Matthew James 1 second ago Hey Randy! Sorry for the late reply. Just a quick clarification, at 3:33 i'm not saying that w2 = A1/A2. What I was saying is that the amplitude ratio evaluated at w = w2 yields the following result. We know that it is actually A1/A2 because (-w^2m1+k1+k2)A1 - k2A2 = 0 (-w^2m1+k1+k2)A1 = k2A2 A1 = A2 k2/(-w^2m1+k1+k2) A1/A2 = k2/(-w^2m1+k1+k2) Hope that helps :)
Hi there, sadly I do not have a video that includes damping and external forces for 2DoF yet. But the process is very similar. If you're interested in solving for the steady state solution to an harmonic force acting F=F0 cos(wt) on the blocks then the equations of motion will yield a mass matrix [M], a stiffness matrix [K], a damping matrix [C] and a force vector {F}. [M]x.. + [C]x. + [K]x = {F}. Then, the way you solve this is by assuming a solution in the form x1 = Re(X1 e^-iwt) and x2 = Re(X2 e^iwt) and modeling the harmonic force as F = F0 e^iwt. Then substituting this in you will get [M]X + [C]X + [K]X = {F0} (-w^2[M] + iw[C] + [K])X = {F0} You can then invert the matrix, and solve for X. Notice X will be complex. Then find the steady state displacements using x1 = Re(X1 e^-iwt) and x2 = Re(X2 e^iwt). I've skipped a few of the mathematical steps and justifications, but that's the big picture. Hope that helps. This summer I plan to make a lot more vibration videos :)
Oh and I almost forgot to say that this is just for the steady state response! To find the total response, you need to add it to the transient solution (x = x_transient + x_steady state). x_transient can be found by setting the external force to 0 such that [M]x.. + [C]x. + [K]x = 0. Then guess a solution in the form x1 = A1e^lambda t and x2 = A2e^lambda t. Substituting this in will yield (lambda^2 [M] + lambda [C] + [K])A= 0 Since the RHS is 0, the determinate of the matrix must be 0. Solving for lambda will yield 4 complex solutions. then using the superposition theorem, the total transient solution is: x = A e^lambda1 t + Be^lambda2 t + Ce^lambda3 t + De^lambda4 t where A B C and D are constants to be determined from the initial positions and velocities of both blocks. The whole term can also be simplified accordingly using eulers formula cos(y)+isin(y) = e^iy.

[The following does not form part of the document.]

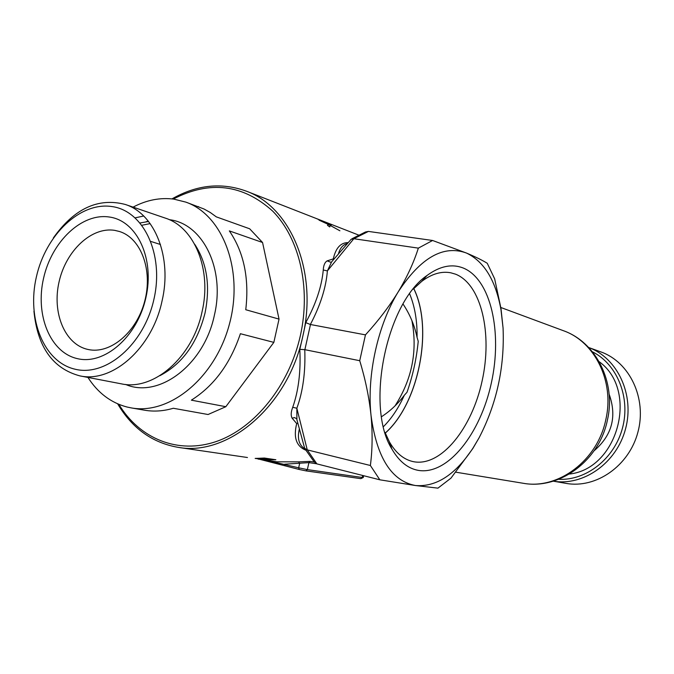 <?xml version="1.0" encoding="UTF-8"?>
<svg xmlns="http://www.w3.org/2000/svg" width="674" height="674" viewBox="0 0 674 674"><rect width="100%" height="100%" fill="white"/><g stroke="black" fill="none" stroke-linecap="round" stroke-linejoin="round"><path stroke-width="1.01" d="M463.232 268.016C490.942 279.272 502.585 332.442 491.346 382.992C480.461 433.626 448.067 474.968 418.748 470.452C408.099 468.691 399.16 461.572 391.939 449.103C365.173 407.088 386.168 303.089 426.996 275.506C439.819 266.078 451.9 263.576 463.232 268.016M384.989 432.346L389.387 441.832C395.689 452.785 403.456 459.339 412.699 461.513L414.308 461.833C441.605 466.315 471.985 428.057 482.129 380.894C492.601 333.807 481.497 284.403 455.573 274.183L450.805 272.802C441.478 271.007 431.815 273.855 421.798 281.319L413.229 289.138M383.464 426.634C391.661 418.402 398.604 407.955 404.29 395.293L407.012 392.26C412.749 375.94 416.49 358.964 418.234 341.33L417.063 337.362C417.299 320.9 414.822 306.392 409.64 293.839M413.735 288.607C433.567 328.6 418.748 403.625 385.258 433.028M266.247 460.266L298.666 467.807L299.61 463.569L298.616 461.859L310.015 461.387L314.269 462.035M347.127 243.643C343.108 244.611 340.269 247.838 338.592 253.298M385.284 433.096C418.798 403.659 433.626 328.583 413.785 288.548M381.526 416.726C390.313 410.972 397.904 403.827 404.29 395.293M417.063 337.362C414.502 325.306 409.834 314.202 403.044 304.058M411.907 320.597C417.703 350.893 412.05 379.352 394.956 405.975M328.179 224.375L318.987 220.112L331.178 225.133L326.022 223.128L339.89 230.778L330.311 225.47L329.704 226.919L327.471 225.301L328.179 224.375L327.901 225.605M358.501 235.015L246.692 191.298C291.067 207.474 317.901 272.111 302.879 335.964L305.743 322.627C315.912 303.957 321.759 286.408 323.267 269.996C323.528 265.303 324.826 262.27 327.151 260.88L333.318 258.875C335.745 247.99 340.665 242.573 348.07 242.615M315.146 218.064L314.168 217.677M305.752 450.165C296.29 446.255 293.274 437.392 296.703 423.575L292.162 418.234C290.721 415.605 290.907 411.957 292.727 407.29C298.565 390.693 300.916 371.374 299.804 349.334L302.879 335.964C288.539 405.226 228.907 456.323 178.787 447.452L247.451 457.511M259.498 458.261L264.377 458.042L275.868 459.744L267.376 459.879L255.151 458.421L259.498 458.261M285.102 465.844L259.709 459.306M316.586 463.779L308.911 462.625L284.613 464.201L285.169 465.86L259.675 459.306M503.074 328.095L500.984 308.481L494.649 278.825L487.251 263.281C482.449 260.282 475.532 256.878 466.518 253.07C484.168 261.537 495.651 280.384 500.959 309.602L503.074 328.095C504.691 367.271 496.687 403.852 479.062 437.847L472.996 448.092C455.439 474.698 436.255 487.176 415.428 485.524C391.493 480.966 376.682 457.536 371.012 415.243C366.732 375.157 377.887 324.775 398.3 291.732C420.829 257.502 443.568 244.611 466.518 253.07L432.59 240.483L368.434 231.418L353.833 238.722L351.103 239.321L331.667 261.807L327.379 270.914C326.039 287.621 320.369 305.474 310.36 324.489L365.451 334.868L359.731 360.708L304.766 349.663L299.804 349.334M323.267 269.996L327.379 270.914L353.833 238.722M327.151 260.88L331.153 262.388M305.743 322.627L310.36 324.489M333.638 259.322L333.318 258.875L333.706 259.237M432.59 240.483L418.352 248.133L354.12 238.773M310.478 324.497L304.875 349.688M292.727 407.29L296.846 408.242L296.897 419.312M292.162 418.234L294.428 417.577L296.611 418.647M297.706 423.339L296.703 423.575L297.655 423.12M304.766 349.663C305.592 371.93 302.955 391.459 296.846 408.242L307.26 449.887L370.38 465.498L379.824 479.804L316.89 463.889L314.126 461.833L305.052 448.96M307.26 449.887L316.89 463.889M379.824 479.804L415.428 485.524L437.931 488.144L450.965 478.144L472.819 448.539L479.062 437.847M299.231 429.49C297.167 438.841 299.113 445.346 305.078 449.002M370.38 465.498C372.444 449.668 372.655 432.919 371.012 415.243C369.141 397.475 365.384 379.293 359.731 360.708M296.779 419.245L304.623 448.202L306.973 449.828M418.352 248.133C413.76 262.515 407.079 277.048 398.3 291.732C389.269 306.417 378.325 320.79 365.451 334.868M368.434 231.418L365.468 231.991L351.963 238.756M299.146 469.458L285.169 465.86L299.214 469.475L298.666 467.807L307.361 469.609L362.233 477.478L362.671 475.465M329.746 226.809L329.148 226.506M320.04 220.095L316.216 218.486L320.057 220.019M267.207 459.744L273.29 459.676L263.997 458.303L257.055 458.598L267.207 459.744M36.388 276.862C26.589 318.802 43.709 361.93 74.907 369.175C105.928 377.086 143.992 344.481 153.925 299.281C164.338 254.174 143.545 210.617 111.774 206.53C80.139 201.779 45.739 234.83 36.388 276.862M53.372 237.914C74.25 208.536 98.219 197.389 125.297 204.466C154.885 213.683 172.392 257.594 162.013 301.135C152.13 348.231 112.356 383.228 79.852 375.873C52.825 368.611 37.525 347.043 33.944 311.186M109.399 217.028C137.024 220.76 154.902 258.673 145.87 297.748C137.26 336.899 104.344 365.325 77.299 358.619C50.112 352.485 35.014 314.91 43.574 278.227C51.746 241.469 81.883 212.714 109.399 217.028M114.765 230.373L119.424 231.485C141.035 238.065 153.074 270.232 144.674 301.337C136.561 332.509 110.165 354.482 88.142 349.494L87.797 349.418C64.814 344.406 51.864 312.761 59.085 281.766C65.985 250.711 91.571 226.565 114.765 230.373M165.037 218.014L165.374 218.132C194.592 227.256 212.024 269.844 202.023 311.902C192.528 357.397 153.546 391.089 121.438 383.86L121.101 383.792M169.292 219.682C202.823 223.49 225.478 269.086 214.383 315.196C204.171 364.912 158.744 398.915 125.617 384.45M133.09 207.12C146.553 200.026 160.151 197.364 173.867 199.133L185.864 202.124C222.934 215.057 243.912 270.316 229.497 323.823C215.512 377.44 169.907 415.041 131.312 407.913L126.982 407.012C110.856 402.74 97.84 392.875 87.94 377.432M225.824 406.7L273.846 342.375L240.391 333.714C230.297 363.766 213.953 385.916 191.357 400.162L225.824 406.7L208.064 414.51L173.302 408.267C163.555 411.14 154.034 411.797 144.742 410.239L144.211 410.154M273.846 342.375L279.036 319.105L262.557 242.497L229.337 230.896C243.904 252.202 249.372 278.48 245.757 309.728L279.036 319.105M262.557 242.497L249.666 228.789L216.303 216.859L210.313 212.521L203.978 208.991L185.864 202.124M198.173 206.573L198.695 206.758M146.081 221.754L148.255 221.106M135.238 217.837L143.672 216.017M569.37 474.041C618.134 468.994 639.019 390.221 599.152 361.677M594.072 450.796C612.102 435.353 617.114 416.456 609.102 394.105M558.628 479.298C586.313 480.756 614.494 458.581 622.498 427.998C630.696 397.458 617.199 364.246 592.429 351.786M565.688 483.325L566.101 483.393C596.145 488.802 629.162 465.835 637.933 432.093C647.032 398.435 629.727 362.123 600.955 351.938L600.551 351.786M588.68 347.506C617.544 358.012 634.773 394.745 625.565 428.807C616.685 462.954 583.532 486.333 553.253 481.16M258.032 459.061L276.904 461.833L298.616 461.859M363.657 475.718L363.252 477.554L362.233 477.478L360.826 478.658L306.013 470.873M305.785 470.84L299.214 469.475L305.785 470.84M310.015 461.387L308.911 462.625L307.361 469.609L305.903 470.865L360.826 478.658L363.261 477.504M118.868 404.349C139.636 438.774 178.054 454.706 216.472 441.445C254.806 428.192 289.281 385.52 300.419 335.408C311.034 287.646 299.467 238.267 272.726 211.156C242.901 184.238 209.757 180.211 173.285 199.057M194.693 244.249C207.019 263.079 210.465 286.003 205.031 313.014C197.372 343.041 182.309 363.935 159.848 375.696M140.158 222.951L148.55 221.476M522.577 483.174L523.1 483.258C558.274 489.888 597.745 460.334 605.884 419.329C614.629 381.518 594.906 341.743 563.531 330.749L563.026 330.563M117.647 403.827C132.289 428.554 152.669 443.088 178.787 447.452M412.134 461.378L412.699 461.513M448.547 272.448L450.805 272.802M246.692 191.298C221.856 182.148 196.943 184.676 171.971 198.897M500.959 309.602L500.984 308.481M472.996 448.092L472.819 448.539M389.387 441.832L391.939 449.103M421.798 281.319L426.996 275.506M141.987 225.242L150.15 223.591M150.909 241.461L160.471 244.502M79.852 375.873L121.438 383.86M144.742 410.239L131.312 407.913M125.297 204.466L165.374 218.132M600.955 351.938L588.672 347.506M566.101 483.393L553.244 481.16M500.833 307.496L563.531 330.749C596.263 342.341 616.146 382.52 607.468 419.826C599.515 460.266 559.85 490.015 523.1 483.258L455.868 472.196"/></g></svg>

Once you have the transient solution and the steady state solution, then you can literally just add them up to get your total response. :D Just a minor side-note though: usually Engineers are only interested in the steady state response, so you'll usually only be asked to find that in an exam :)
I have question, The initial conditions of any vibrating system are to be applied to a: 1) Transient solution 2) Steady-State solution 3) Total solution 4) None of them Thanks I am waiting ur answers guys
Hey mate sorry for the late reply! Finding the modeshape for the third natural frequency is a bit tough to do by hand so I've written a MATLAB script for you. Notice in my code I didn't use det(-w^2M +K) = 0. I could have done! But it would have gotten messy. Instead I wrote -w^2 MX + KX = 0 as w^2X = inv(M)KX, which shows that the eigenvalues of the matrix inv(M)K are the natural frequency squared, and the mode shapes are the eigenvectors. Here is my code: clc %Equations of Motion %m1x1.. +(k1+k2)x1 - k2x2 =0; %m2x2.. -k2x1 +(k2+k3)x2 -k3x3 =0; %m3x3.. -k3x2 +k3x3 =0; syms k1 k2 k3 m1 m2 m3 x1 x2 x3 w1 w2 w3 M = [m1 0 0; 0 m2 0; 0 0 m3]; K = [k1+k2 -k2 0; -k2 k2+k3 -k3; 0 -k3 k3]; %solves eigenvector (X) and natural frequency squared (w^2) [X, natfreq_sqrt]= eig(inv(M)*K); w = sqrt(diag(natfreq_sqrt)); %natural freq w1 = w(1) w2 = w(2) w3 = w(3) %modeshapes X1 = X(:,1) X2 = X(:,2) X3 = X(:,3)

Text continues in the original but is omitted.